Seriously, the OP doesn't need a 1000w PSU.  The HX850 in my main rig handled two GTX470s, and the HX850 in Rig4 has handled a GTX470 and GTX465 and now two GTX470s folding 24/7.  You don't need anything more than a quality 850w unless you are planning 3 or 4 graphics cards at the same time.  Otherwise, with just two cards an HX850 will be fine.



T4C Fantasy said:


> rofl that would be hilarious buy a psu just to use it to see if my superior hardware is still working then return the peice of shit because its not worth keeping, then bestbuy has to sell as an open box item 10% off haha



Best Buy carries halfway decent PSUs, mine even stocks some Corsairs.  They just overcharge for them.

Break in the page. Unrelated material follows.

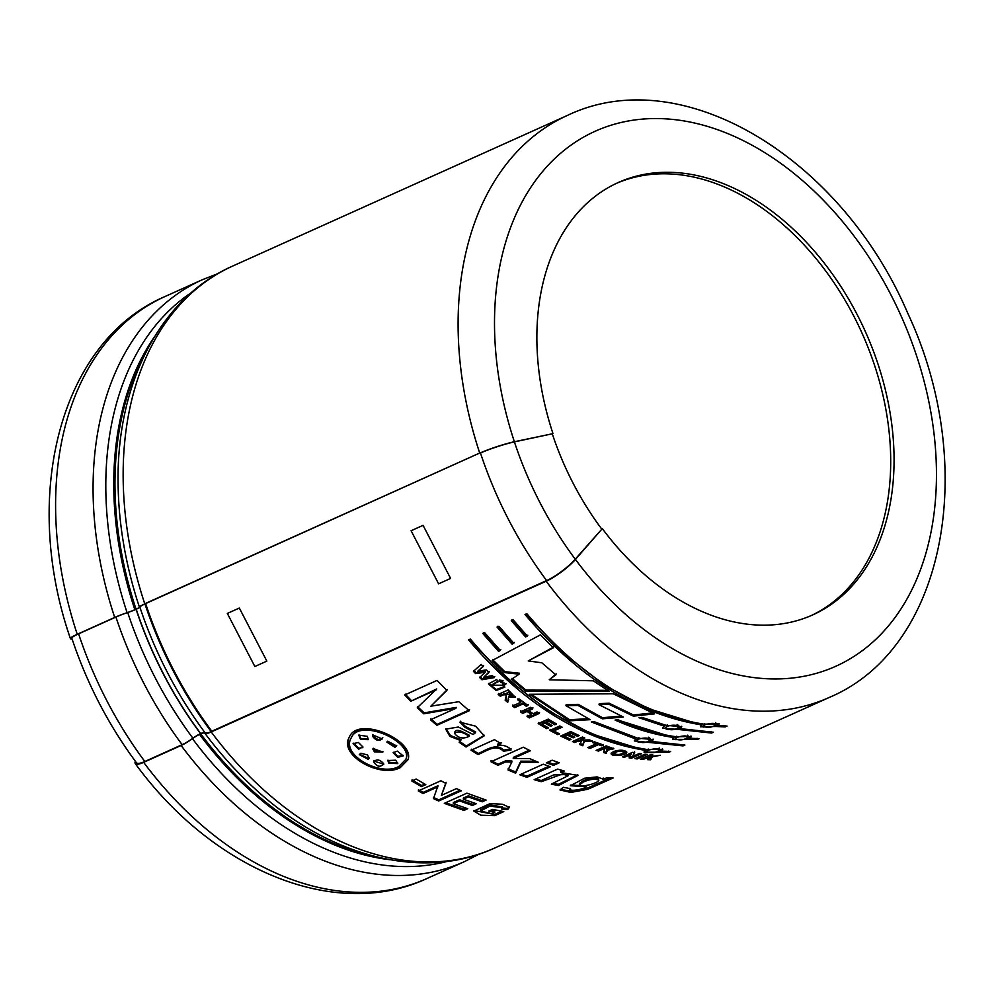 <?xml version="1.0" encoding="UTF-8"?>
<svg xmlns="http://www.w3.org/2000/svg" width="995" height="995" viewBox="0 0 995 995"><rect width="100%" height="100%" fill="white"/><g stroke="black" fill="none" stroke-linecap="round" stroke-linejoin="round"><path stroke-width="1.49" d="M72.088 639.026A25.783 2.749 -18.3 0 1 70.434 638.628A25.783 2.749 -18.3 0 1 77.237 634.3L114.711 617.435A20.422 2.177 -18.3 0 1 127.099 612.684A12.761 1.356 -18.3 0 0 134.847 609.711A310.788 215.355 -114.2 0 1 154.611 336.559M147.621 348.922A310.788 215.355 65.8 0 0 136.054 609.176A12.761 1.356 -18.3 0 0 139.412 607.149A20.422 2.177 -18.3 0 1 144.797 603.89L144.971 603.977A19.402 2.065 161.7 0 0 139.86 607.074A13.781 1.468 -18.3 0 1 136.228 609.263L136.079 609.326A13.781 1.468 -18.3 0 1 127.708 612.534A19.402 2.065 161.7 0 0 115.93 617.049L78.605 633.852A25.783 2.749 161.7 0 0 71.802 638.168C86.913 683.49 108.467 725.019 136.452 762.755A25.783 5.647 143.3 0 0 144.822 761.486L182.147 744.683A19.402 4.254 143.3 0 0 192.906 738.228A13.781 3.022 -36.7 0 1 200.555 733.626L200.704 733.564A13.781 3.022 -36.7 0 1 205.057 732.755A19.402 4.254 143.3 0 0 211.176 731.623L211.711 731.387A318.089 220.405 -114.2 0 1 145.469 603.679M136.054 609.176L134.847 609.711M144.835 603.89A314.01 217.582 -114.2 0 1 144.797 603.754L479.702 453.036L145.631 603.592M546.777 580.495L211.823 731.238A317.828 220.231 -114.2 0 1 145.643 603.642M135.332 761.262A25.783 5.647 -36.7 0 0 135.295 763.625A25.783 5.647 -36.7 0 0 143.653 762.344L181.127 745.479A20.422 4.478 -36.7 0 0 192.458 738.676A313.997 217.569 65.8 0 0 447.514 861.347M204.771 733.141A20.422 4.478 -36.7 0 0 211.214 731.947A319.109 221.114 65.8 0 0 494.515 848.101C421.955 881.582 327.853 856.508 254.322 788.214A313.997 217.569 -114.2 0 1 204.771 733.141A12.761 2.798 -36.7 0 0 200.741 733.887L199.547 734.422A12.761 2.798 -36.7 0 0 192.458 738.676M494.515 848.101L829.469 697.358A319.109 221.114 -114.2 0 1 546.168 581.204L211.214 731.947M546.168 581.204A25.783 5.647 -36.7 0 0 575.433 559.439L602.298 528.606L575.247 559.19A25.783 5.647 143.3 0 1 546.665 580.632A318.064 220.392 65.8 0 1 480.436 452.936M424.168 712.868L456.27 707.383L455.884 708.328L423.758 713.788L424.168 712.868L417.738 706.798M423.758 713.788L417.291 707.694L436.73 688.963L410.773 701.251L404.729 694.97L437.066 680.418L446.879 690.443L430.835 706.189L447.327 689.56M405.214 694.124L411.233 700.38M430.835 706.189L458.807 701.699L469.242 710.741L436.892 725.305L437.253 724.335L469.603 709.783M529.551 694.274L613.243 693.776L654.611 713.85L633.392 716.139L609.039 704.323L599.052 704.721L623.442 717.059L602.336 718.825L577.983 705.43L565.944 705.691L590.222 719.683L569.463 720.828L529.551 694.274M683.067 745.889L634.312 740.952L635.755 738.986L591.304 721.984L594.388 721.761L637.596 738.153L653.267 739.583L651.825 741.474L684.908 745.056L683.067 745.889L682.819 744.67M678.49 729.472L662.819 728.129L664.262 726.163L638.952 717.718L642.024 717.383L666.09 725.33L681.774 726.76L680.319 728.651L713.403 732.233L711.562 733.054L678.49 729.472L678.379 728.265L680.319 728.639L680.207 727.444L681.575 726.226M498.57 651.364L482.786 633.479L484.627 632.646L500.311 650.432L498.57 651.364L500.796 649.598M525.609 636.962L511.281 620.644L513.121 619.823L527.338 636.041L525.609 636.962L527.835 635.208M436.892 725.305L430.462 719.795L455.884 708.328M436.27 689.833L410.773 701.251M471.033 750.242L494.503 739.671L500.958 743.651L497.624 745.143C504.142 744.944 508.607 746.561 511.02 750.019L503.445 751.25C495.808 743.203 485 752.083 477.998 754.508L471.033 750.242M550.409 766.772L526.94 777.331L519.813 774.769L543.282 764.21L550.409 766.772M534.166 779.67L557.635 769.098L564.24 771.001L560.794 772.555L578.058 775.379L558.431 785.54L551.342 784.135L568.244 775.677L562.374 774.073L541.292 781.697L534.166 779.67M648.379 756.884L660.394 755.255L652.322 756.834L650.593 759.77L647.683 759.67L649.312 757.394L642.782 759.396L640.519 759.222L650.543 754.707L652.807 754.882L648.379 756.884L648.168 755.665M634.698 752.73L632.658 756.461L639.35 753.451L641.476 753.737L631.452 758.252L629.151 757.941L631.128 754.285L624.586 757.22L622.447 756.859L632.459 752.344L634.698 752.73M613.343 751.611C619.636 749.608 624.126 749.77 626.8 752.071C627.124 755.205 611.515 757.133 611.092 753.638L613.343 751.611M584.401 741.2L582.796 745.74L579.799 744.583L581.354 741.188L577.821 741.163L574.787 742.531L572.473 741.536L582.485 737.021L584.811 738.016L580.383 740.006L589.488 739.932L592.61 741.151L584.401 741.2L584.451 740.044L589.699 740.019M562.113 727.208L553.892 730.915L559.563 733.887L557.872 734.646L549.899 730.429L559.824 725.952L562.113 727.208M528.755 710.679L533.121 713.689L537.064 711.91L539.302 713.403L529.29 717.917L527.051 716.412L531.417 714.447L527.064 711.45L522.686 713.415L520.472 711.848L530.484 707.333L532.711 708.9L528.755 710.679L529.029 709.646L532.972 707.868M508.196 689.933L515.186 697.234L508.495 697.358L507.761 702.308L505.161 700.231C506.803 692.98 506.654 697.968 504.502 694.373L500.323 696.251L498.172 694.448L508.196 689.933M502.674 681.699L501.02 682.433L499.316 680.879L500.958 680.132L502.674 681.699M494.391 677.583L481.916 679.747L479.652 677.558L485.15 672.234L475.66 673.615L473.433 671.351L481.107 664.424L483.184 666.563L477.787 671.177L486.505 669.921L488.98 672.371L483.744 677.247L492.314 675.605L494.391 677.583M437.862 786.846L423.086 793.5L418.273 790.938L440.897 780.764L445.934 783.438L441.37 795.403L456.469 788.6L461.319 790.789L438.695 800.975L433.447 798.599L437.999 785.739L423.223 792.381L418.435 789.843M501.679 809.059L502.4 807.84L489.95 806.049L480.461 811.074L491.903 813.661L494.764 812.368L488.756 811.112L492.575 809.383L503.769 811.584L494.751 815.651L480.821 815.203L473.794 811.062L490.087 803.587L502.612 804.258L509.353 807.405L507.661 809.619L501.679 809.059M400.313 767.593C380.513 778.675 338.474 755.23 349.257 737.258C357.914 715.069 415.325 740.603 407.987 759.745L400.313 767.593L408.124 759.197M472.463 805.465L459.503 800.925L453.347 803.699L467.774 808.699L463.944 810.415L444.292 803.351L466.916 793.164L486.095 800.079L482.264 801.808L468.322 796.958L463.334 799.196L476.294 803.736L472.463 805.465L472.451 804.283L474.814 803.214M416.184 779.035L425.798 784.657L421.445 786.622L411.83 780.988L416.184 779.035M504.875 687.085L496.119 690.542L488.445 683.926L496.555 679.597L498.644 681.525L491.294 685.182L502.749 685.207L504.875 687.085M504.042 682.918L505.758 684.448L504.117 685.194L502.388 683.664L504.042 682.918M520.845 702.234L517.636 699.771L519.328 699.012L527.972 705.517L526.268 706.276L523.034 703.888L514.713 707.644L512.512 705.99L520.845 702.234L521.156 701.239L517.96 698.776M556.553 724.024L554.862 724.795L548.805 721.251L546.591 722.246L552.237 725.542L550.533 726.313L544.899 723.004L542.175 724.236L548.444 727.892L546.74 728.663L538.208 723.614L548.233 719.111L556.553 724.024M569.09 734.434L574.812 737.108L573.12 737.867L567.399 735.193L564.662 736.424L571.03 739.385L569.327 740.143L560.67 736.064L570.695 731.549L579.14 735.541L577.448 736.3L571.304 733.439L569.09 734.434L569.202 733.303L571.404 732.308L577.946 734.982M587.796 747.581L596.117 743.837L592.721 742.593L594.413 741.835L603.53 745.031L601.838 745.79L598.443 744.646L590.11 748.402L587.796 747.581M606.875 749.086L606.44 753.339L603.679 752.593L604.45 750.218L602.647 749.21L598.468 751.088L596.154 750.379L606.166 745.877L613.84 748.775L606.925 750.28L607.286 751.113M634.947 758.675L644.971 754.173L647.247 754.409L637.235 758.924L634.947 758.675M570.496 788.649C567.884 791.858 583.232 789.756 586.49 786.647L570.346 785.764L584.587 778.214L597.099 776.896L603.43 779.272L606.701 777.804L613.107 777.978L587.734 789.296L570.831 792.443L560.011 789.98L563.282 787.319L570.496 788.649L569.588 789.508L569.401 788.289M552.15 760.217L559.277 762.779L553.506 765.379L546.379 762.817L552.15 760.217M505.51 761.971L498.01 765.342L490.945 761.76L523.283 747.208L530.36 750.79L513.209 758.501L529.651 758.6L538.444 762.332L520.671 762.319L515.659 773.165L508.035 769.981L511.803 762.145L505.51 761.971L505.622 760.839L511.903 761.013L511.803 762.145M460.797 740.578L449.889 736.35L445.735 729.161L458.309 727.022L473.16 734.497L475.361 732.83L465.038 727.37L459.964 722.196L475.56 726.151L484.242 735.815L466.058 747.021L459.18 742.345L461.071 739.546L450.548 735.604L445.934 728.701M512.089 644.163L497.04 627.061L498.868 626.241L513.818 643.243L512.089 644.163L514.315 642.397M715.952 726.487L700.468 726.773L701.923 724.969C637.608 714.547 578.63 677.719 524.987 614.487L526.815 613.666C580.446 676.886 639.424 713.713 703.751 724.149L719.261 723.962L717.781 725.654L727.096 726.076L725.268 726.897L715.952 726.487L715.741 725.268M675.804 736.723L691.314 736.536L689.846 738.24L699.149 738.651L697.321 739.472L672.52 739.347L673.976 737.544C654.436 734.708 634.81 728.875 615.084 720.069L618.144 719.783C637.459 728.29 656.675 733.937 675.804 736.723L675.269 738.974C680.045 740.666 684.473 740.006 688.565 736.984C686.575 735.492 682.682 735.628 676.886 737.419L675.269 738.974M645.481 750.367C581.167 739.944 522.188 703.117 468.546 639.885L470.374 639.064C524.004 702.283 582.983 739.111 647.31 749.546L662.807 749.359L661.339 751.063L670.655 751.474L668.827 752.295L644.026 752.183L645.481 750.367L645.32 749.16M609.214 691.338L525.522 691.077L511.629 679.274L519.079 674.162L504.341 672.57L492.164 660.518L540.472 634.835L553.369 647.807L528.221 660.929L541.865 662.807L555.869 674.884L549.24 679.772L593.269 680.816L609.214 691.338M479.739 453.16A25.783 2.749 -18.3 0 1 514.378 441.743L552.275 433.795A237.046 164.262 65.8 0 0 601.627 528.917M552.275 433.795L514.403 441.892A25.783 2.749 161.7 0 0 480.461 452.999M648.392 750.242L646.775 751.797C651.551 753.489 655.979 752.829 660.071 749.82C658.081 748.315 654.188 748.464 648.392 750.242L648.23 749.024M638.69 739.098L637.086 740.79C641.75 743.427 646.215 743.116 650.506 739.832C648.541 737.73 644.598 737.494 638.69 739.098L638.977 737.768M667.197 726.275L665.58 727.967C670.244 730.604 674.722 730.28 679 727.009C677.035 724.907 673.105 724.658 667.197 726.275L667.483 724.945M704.833 724.833L703.216 726.4C707.992 728.091 712.42 727.432 716.512 724.41C714.522 722.917 710.629 723.054 704.833 724.833L704.671 723.626M454.504 733.377C458.359 738.265 463.247 739.248 469.13 736.312C462.563 731.735 457.675 730.765 454.504 733.377L454.889 731.773M583.468 781.908L579.401 784.769C582.038 787.99 599.226 782.555 598.828 780.167C595.209 778.587 590.097 779.16 583.468 781.908L583.294 780.689C590.097 777.953 595.147 777.393 598.455 778.973L598.679 780.192M604.251 748.489L610.644 748.787L606.788 747.344L604.251 748.489L604.214 747.307L606.763 746.163L610.644 747.593L610.694 748.787M615.805 752.17L614.002 753.588C617.833 755.13 621.141 754.658 623.927 752.17C622.099 750.815 619.4 750.815 615.805 752.17L615.731 750.964L616.987 750.479M506.107 693.652L512.201 696.139L508.644 692.508L506.107 693.652L509.005 691.537L512.562 695.169L512.214 696.152M398.796 766.511L405.985 759.222C412.987 741.175 359.071 717.432 351.036 738.215C341.185 754.969 380.401 776.859 398.796 766.511M372.901 749.21L373.025 748.451L382.826 752.083L374.468 751.859L372.901 749.21L373.274 748.252L374.841 750.902L382.926 751.648M395.724 760.205L397.764 763.6L388.871 763.289L387.789 760.528L395.724 760.205M387.689 741.188L396.619 745.914L394.953 747.307L386.881 742.146L387.689 741.188M382.391 738.539C379.207 741.598 375.911 740.802 372.503 736.151L372.64 734.845L382.279 738.962M362.889 746.922L358.623 749.235L353.101 743.638L358.424 742.494L362.889 746.922L362.74 747.755M360.501 739.422L358.797 735.168L367.354 736.337L368.237 739.633L360.501 739.422L360.911 738.514L368.374 739.186M383.635 763.687C380.563 767.593 377.204 766.958 373.56 761.797C376.695 758.862 380.053 759.496 383.635 763.687L383.635 764.67M373.896 760.814L373.635 761.498M397.714 757.357L393.162 752.73L397.328 751.101L403.174 755.889L397.714 757.357L398.025 756.349L403.236 755.404M360.924 753.24L367.565 754.969L369.033 758.352L368.187 759.359L359.282 754.596L360.924 753.24M552.946 433.497A237.046 164.262 -114.2 0 1 618.169 182.558A237.046 164.262 -114.2 0 1 810.925 247.195A237.046 164.262 -114.2 0 1 892.49 488.321A237.046 164.262 -114.2 0 1 812.741 614.898A237.046 164.262 -114.2 0 1 602.298 528.606M616.502 183.329A237.046 164.262 -114.2 0 1 808.413 249.658A237.046 164.262 -114.2 0 1 889.132 489.838A237.046 164.262 -114.2 0 1 811.062 615.644M512.027 678.341L525.857 690.095L607.659 690.319M549.24 679.772L556.217 673.913M528.221 660.929L553.805 646.912M492.637 659.66L504.776 671.662L519.477 673.229L519.079 674.162M525.522 691.077L525.857 690.095M504.341 672.57L504.776 671.662M531.218 694.311L569.637 719.733L588.306 718.688M565.944 705.691L566.167 704.634L578.194 704.348L602.448 717.706L621.34 716.114M599.052 704.721L599.239 703.627L609.201 703.229L633.454 714.982L652.297 712.955M569.463 720.828L569.637 719.733M633.392 716.139L633.454 714.982M609.039 704.323L609.201 703.229M602.336 718.825L602.448 717.706M577.983 705.43L578.194 704.348M659.225 747.966L660.071 749.82M646.775 751.797L647.297 749.546M469.404 639.499L507.413 679.112L548.742 711.015L592.037 734.061L635.83 747.543M644.138 751.586L647.446 752.518M659.573 750.69L661.302 750.802M661.339 751.063L661.128 749.844L662.471 748.825M659.511 751.884L659.299 750.665M668.827 752.295L668.578 751.076M648.566 737.245L650.407 738.638L650.506 739.845M637.086 740.79L637.011 739.596L638.628 737.917M649.3 741.287L651.825 741.462L651.713 740.268L653.081 739.061M593.418 721.835L635.705 737.793L635.755 738.986M634.4 740.429L638.914 742.258M649.996 742.295L649.872 741.088M687.719 735.143L688.565 736.996M689.846 738.24L689.635 737.021L690.965 736.001M617.298 719.858L665.12 734.87M672.632 738.763L675.953 739.695M688.067 737.867L689.796 737.967M697.321 739.472L697.072 738.253M688.005 739.061L687.794 737.842M673.976 737.544L673.814 736.337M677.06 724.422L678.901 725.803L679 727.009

And they really don't even overcharge that much for them, they are only $10-15 more than newegg, sometimes the same price but newegg has a $10 MIR or something to make the price cheaper.


----------



## n-ster (Dec 7, 2012)

drdeathx said:


> You do not need to calculate. I did it live.
> 
> 
> 
> ...



I said folding for the reason of getting a 8970 and keeping the 7970 (you said why 8970, you cant crossfire) well the answer is prob that hell keep it to fold

the reviews for the gpu aren't estimates, the only estimating I've done is on the cpu and the rest of the system is not gunna be the same for you and him anyhow. On top of that my numbers aren't far from EarthDogs numbers. Do not forget I was looking at maximum consumption not real world

OP wants headroom for a third card so while 850 is perfect for now, 1Kw is bare minimum if he wants a 3rd card, I'd suggest a 1.2kw even


----------



## drdeathx (Dec 7, 2012)

n-ster said:


> I said folding for the reason of getting a 8970 and keeping the 7970 (you said why 8970, you cant crossfire) well the answer is prob that hell keep it to fold
> 
> the reviews for the gpu aren't estimates, the only estimating I've done is on the cpu and the rest of the system is not gunna be the same for you and him anyhow. On top of that my numbers aren't far from EarthDogs numbers. Do not forget I was looking at maximum consumption not real world
> 
> OP wants headroom for a third card so while 850 is perfect for now, 1Kw is bare minimum if he wants a 3rd card, I'd suggest a 1.2kw even





I used a watt o meter on 3 cards and max draw was 1100 watts. 1000 watts would be pushing it... 1100 watt would do the trick . 1200 yes would be better.


----------



## n-ster (Dec 7, 2012)

yea, I just don't see many 1.1KW PSUs that's why I said 1.2, besides, the 1.2KW would last longer

I say that is you have the money, why not overspend, at lest you have piece of mind


----------



## AsRock (Dec 7, 2012)

Another Seasonic vote .. Mine is a oem though PC&Power and been using before i had my 2900XT and it's been faultless,  however been past it's 5 year warranty makes me feel like i should get a new one even if i have had 0 issue's with it.



m1dg3t said:


> I like my Ocz 850w ZX... If you can find it on rebate for $130 - $140 get it!
> 
> Everybody here is gonna suggest seasonic or corsair. They are overhyped IMO




Seasonic is not over hyped they do what they say they can do..


----------



## n-ster (Dec 7, 2012)

I can agree that the midrange Corsair might be overhyped, but the high end Corsairs, seasonics etc are godly


----------



## Ghost (Dec 7, 2012)

Tl;dr

Seasonic Platinum 860W (or Corsair AX860) should be enough.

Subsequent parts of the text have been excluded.